Pick out each line with the word "Felzárkóztatási" from the material that follows.
[ENTRIES SUPPLIED — start]
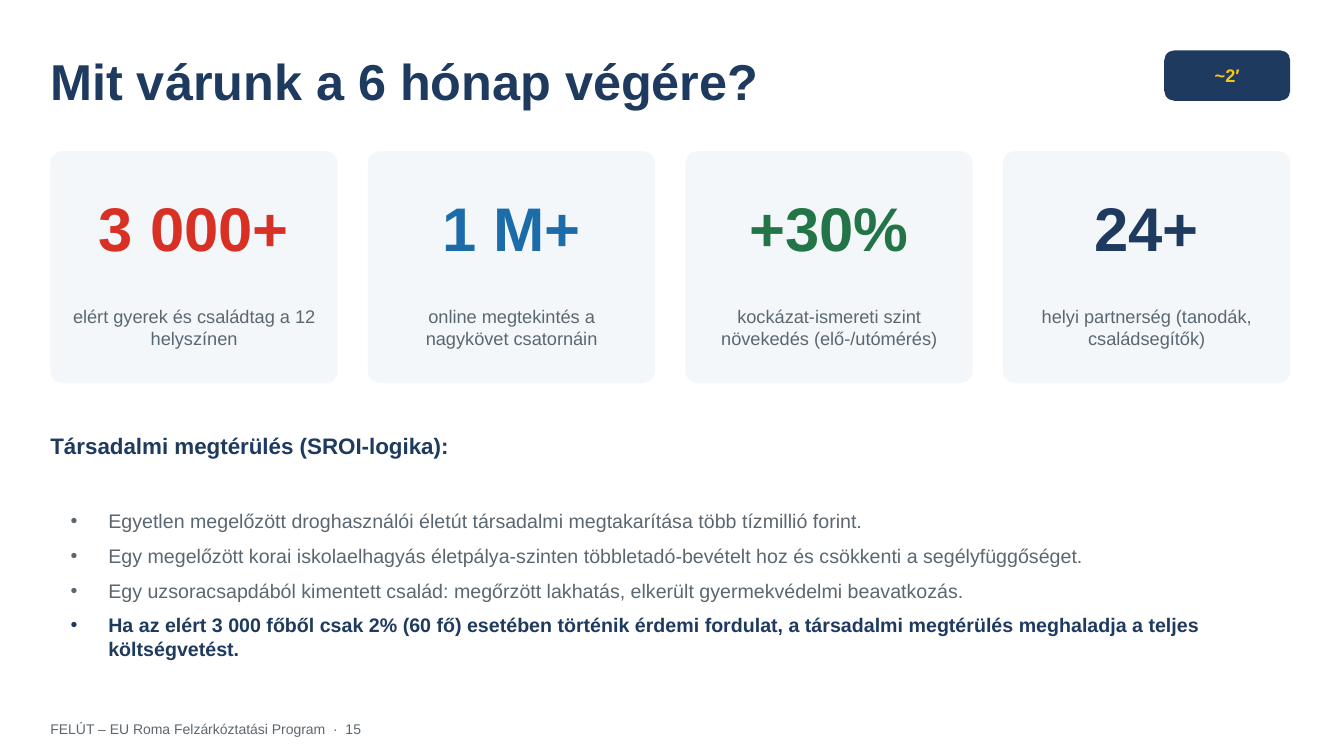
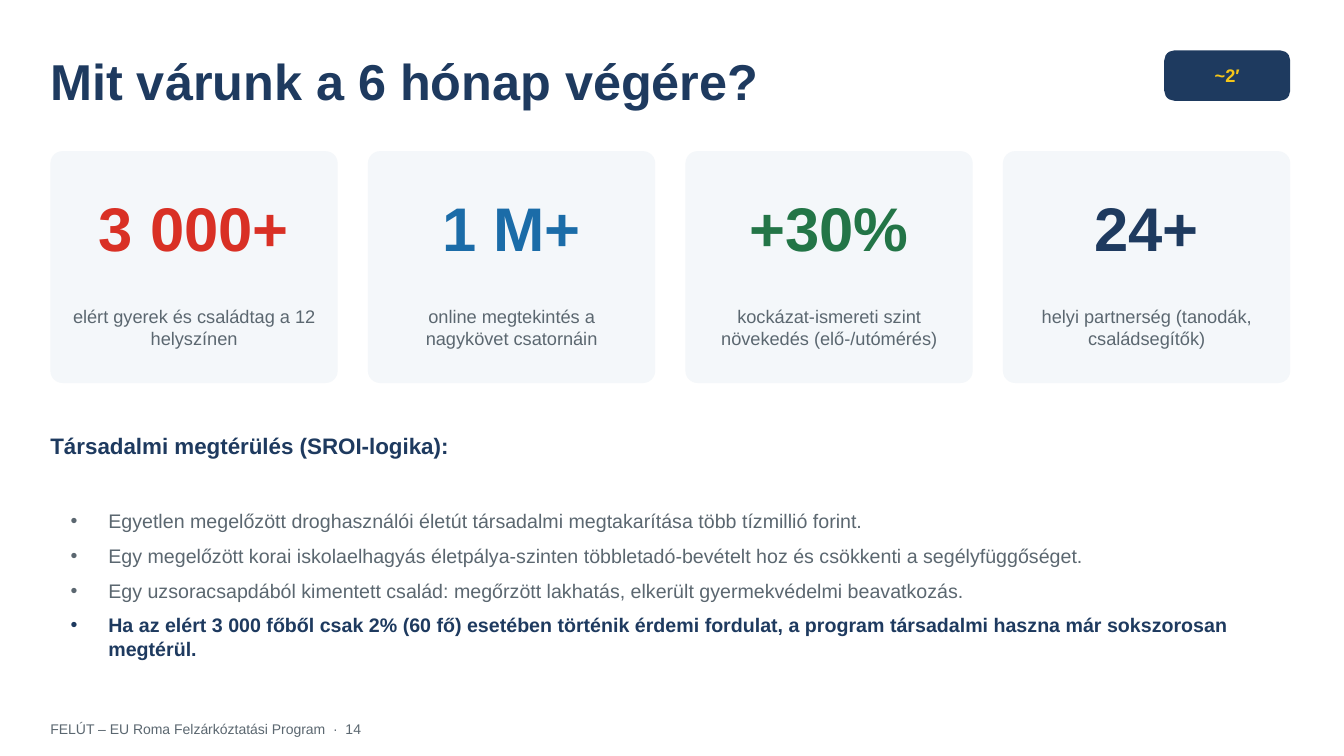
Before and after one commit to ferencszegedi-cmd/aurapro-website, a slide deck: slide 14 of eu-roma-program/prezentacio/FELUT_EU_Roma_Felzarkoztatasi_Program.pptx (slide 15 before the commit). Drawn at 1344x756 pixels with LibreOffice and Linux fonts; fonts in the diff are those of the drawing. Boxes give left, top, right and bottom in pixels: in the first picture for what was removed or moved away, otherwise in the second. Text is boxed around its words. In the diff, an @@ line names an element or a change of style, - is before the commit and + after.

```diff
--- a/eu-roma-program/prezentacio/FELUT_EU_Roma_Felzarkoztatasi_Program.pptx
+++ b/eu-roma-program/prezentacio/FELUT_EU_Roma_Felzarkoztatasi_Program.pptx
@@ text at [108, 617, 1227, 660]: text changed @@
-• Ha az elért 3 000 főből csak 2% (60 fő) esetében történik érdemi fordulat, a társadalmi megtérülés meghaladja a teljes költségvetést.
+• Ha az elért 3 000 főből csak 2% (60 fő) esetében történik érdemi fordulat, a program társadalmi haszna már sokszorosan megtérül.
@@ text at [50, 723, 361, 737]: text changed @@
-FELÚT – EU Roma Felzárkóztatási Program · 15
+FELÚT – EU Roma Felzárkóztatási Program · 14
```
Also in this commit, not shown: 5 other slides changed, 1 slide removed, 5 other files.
[ENTRIES SUPPLIED — finish]
[ENTRIES SUPPLIED — start]
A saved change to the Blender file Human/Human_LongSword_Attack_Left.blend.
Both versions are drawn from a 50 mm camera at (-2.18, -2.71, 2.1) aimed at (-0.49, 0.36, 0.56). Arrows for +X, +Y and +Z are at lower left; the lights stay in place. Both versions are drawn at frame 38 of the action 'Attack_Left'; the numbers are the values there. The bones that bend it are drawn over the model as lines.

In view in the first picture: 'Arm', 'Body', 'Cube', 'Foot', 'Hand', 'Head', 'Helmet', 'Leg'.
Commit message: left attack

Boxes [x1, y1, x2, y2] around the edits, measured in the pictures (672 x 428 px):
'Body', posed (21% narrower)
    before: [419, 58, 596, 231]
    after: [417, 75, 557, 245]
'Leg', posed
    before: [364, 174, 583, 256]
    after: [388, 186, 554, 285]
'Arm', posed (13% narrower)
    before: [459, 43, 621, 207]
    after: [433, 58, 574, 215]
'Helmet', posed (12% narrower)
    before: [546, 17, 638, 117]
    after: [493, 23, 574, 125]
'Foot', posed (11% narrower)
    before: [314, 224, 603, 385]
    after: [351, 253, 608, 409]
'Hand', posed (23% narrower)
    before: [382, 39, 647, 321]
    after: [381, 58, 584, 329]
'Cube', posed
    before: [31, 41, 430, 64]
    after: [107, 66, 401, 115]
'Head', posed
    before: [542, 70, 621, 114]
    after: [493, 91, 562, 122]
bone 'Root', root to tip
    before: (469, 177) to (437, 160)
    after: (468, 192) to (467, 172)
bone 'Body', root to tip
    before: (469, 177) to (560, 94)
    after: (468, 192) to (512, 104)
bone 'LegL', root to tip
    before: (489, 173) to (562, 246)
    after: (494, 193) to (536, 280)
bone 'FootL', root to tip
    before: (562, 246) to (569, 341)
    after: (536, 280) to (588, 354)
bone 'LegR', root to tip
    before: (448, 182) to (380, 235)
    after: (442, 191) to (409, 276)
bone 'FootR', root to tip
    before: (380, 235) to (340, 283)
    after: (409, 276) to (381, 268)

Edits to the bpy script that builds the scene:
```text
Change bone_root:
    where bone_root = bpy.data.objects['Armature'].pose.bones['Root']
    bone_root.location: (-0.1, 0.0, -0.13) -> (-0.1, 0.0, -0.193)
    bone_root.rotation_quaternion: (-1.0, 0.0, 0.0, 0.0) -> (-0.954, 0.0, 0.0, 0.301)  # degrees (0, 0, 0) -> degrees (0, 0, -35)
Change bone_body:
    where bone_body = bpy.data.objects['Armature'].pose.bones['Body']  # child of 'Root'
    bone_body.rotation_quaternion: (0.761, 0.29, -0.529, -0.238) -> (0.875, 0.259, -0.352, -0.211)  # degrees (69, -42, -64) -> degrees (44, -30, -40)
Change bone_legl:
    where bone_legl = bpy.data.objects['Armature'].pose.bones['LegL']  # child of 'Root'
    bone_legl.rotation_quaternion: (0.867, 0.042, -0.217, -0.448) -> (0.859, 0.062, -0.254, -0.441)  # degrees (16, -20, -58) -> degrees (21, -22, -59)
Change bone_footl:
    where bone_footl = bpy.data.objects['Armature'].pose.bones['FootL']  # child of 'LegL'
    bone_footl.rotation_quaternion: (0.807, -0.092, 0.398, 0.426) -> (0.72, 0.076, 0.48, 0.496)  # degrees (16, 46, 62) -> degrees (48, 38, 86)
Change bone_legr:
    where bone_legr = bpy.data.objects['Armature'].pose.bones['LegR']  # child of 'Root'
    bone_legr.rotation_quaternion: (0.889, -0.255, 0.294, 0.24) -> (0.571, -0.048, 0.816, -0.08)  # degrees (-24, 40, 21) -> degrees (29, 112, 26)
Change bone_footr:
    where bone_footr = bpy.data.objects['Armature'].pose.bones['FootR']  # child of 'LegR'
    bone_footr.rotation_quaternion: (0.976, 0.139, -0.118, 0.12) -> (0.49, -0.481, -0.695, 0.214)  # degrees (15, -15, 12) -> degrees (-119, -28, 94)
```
[ENTRIES SUPPLIED — finish]
[ENTRIES SUPPLIED — start]
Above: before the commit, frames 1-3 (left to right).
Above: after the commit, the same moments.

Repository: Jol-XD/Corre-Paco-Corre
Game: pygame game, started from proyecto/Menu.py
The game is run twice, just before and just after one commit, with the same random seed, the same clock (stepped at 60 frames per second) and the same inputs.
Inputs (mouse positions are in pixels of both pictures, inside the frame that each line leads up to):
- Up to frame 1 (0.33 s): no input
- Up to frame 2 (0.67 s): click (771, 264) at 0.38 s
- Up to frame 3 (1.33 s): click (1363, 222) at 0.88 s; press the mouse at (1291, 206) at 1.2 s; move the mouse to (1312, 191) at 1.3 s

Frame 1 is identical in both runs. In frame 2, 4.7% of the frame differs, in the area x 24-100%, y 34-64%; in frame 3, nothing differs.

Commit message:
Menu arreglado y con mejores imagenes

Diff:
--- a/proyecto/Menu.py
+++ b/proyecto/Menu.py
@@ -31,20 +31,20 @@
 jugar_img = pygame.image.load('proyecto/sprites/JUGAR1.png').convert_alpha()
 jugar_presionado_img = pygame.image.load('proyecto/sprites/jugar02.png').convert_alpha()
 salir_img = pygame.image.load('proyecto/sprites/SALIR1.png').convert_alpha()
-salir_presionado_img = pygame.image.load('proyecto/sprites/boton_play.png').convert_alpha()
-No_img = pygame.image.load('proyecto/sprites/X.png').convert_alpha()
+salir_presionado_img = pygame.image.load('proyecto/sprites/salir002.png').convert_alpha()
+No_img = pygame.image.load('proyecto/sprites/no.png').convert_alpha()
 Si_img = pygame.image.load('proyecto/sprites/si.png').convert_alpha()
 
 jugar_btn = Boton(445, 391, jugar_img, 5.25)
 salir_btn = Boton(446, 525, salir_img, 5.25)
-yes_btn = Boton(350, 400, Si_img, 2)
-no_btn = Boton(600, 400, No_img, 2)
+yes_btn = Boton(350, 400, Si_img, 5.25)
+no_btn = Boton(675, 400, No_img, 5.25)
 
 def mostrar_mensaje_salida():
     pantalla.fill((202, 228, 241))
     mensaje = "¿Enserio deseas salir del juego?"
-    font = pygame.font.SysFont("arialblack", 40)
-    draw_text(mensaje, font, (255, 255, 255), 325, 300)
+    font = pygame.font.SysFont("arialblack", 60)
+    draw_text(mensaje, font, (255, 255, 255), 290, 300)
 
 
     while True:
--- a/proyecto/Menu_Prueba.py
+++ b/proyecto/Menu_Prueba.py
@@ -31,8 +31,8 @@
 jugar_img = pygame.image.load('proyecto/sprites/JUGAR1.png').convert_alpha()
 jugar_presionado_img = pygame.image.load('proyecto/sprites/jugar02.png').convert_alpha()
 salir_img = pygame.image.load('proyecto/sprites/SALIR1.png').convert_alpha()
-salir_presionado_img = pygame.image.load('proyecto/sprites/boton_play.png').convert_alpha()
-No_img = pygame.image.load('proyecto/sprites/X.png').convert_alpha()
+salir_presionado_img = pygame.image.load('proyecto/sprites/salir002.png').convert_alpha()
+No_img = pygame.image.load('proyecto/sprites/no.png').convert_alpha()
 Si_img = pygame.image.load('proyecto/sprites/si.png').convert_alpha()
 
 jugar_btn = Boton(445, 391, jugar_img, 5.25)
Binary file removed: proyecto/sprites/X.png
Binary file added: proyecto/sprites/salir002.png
[ENTRIES SUPPLIED — finish]
▶ [TASK OUTPUT]:
-FELÚT – EU Roma Felzárkóztatási Program · 15
+FELÚT – EU Roma Felzárkóztatási Program · 14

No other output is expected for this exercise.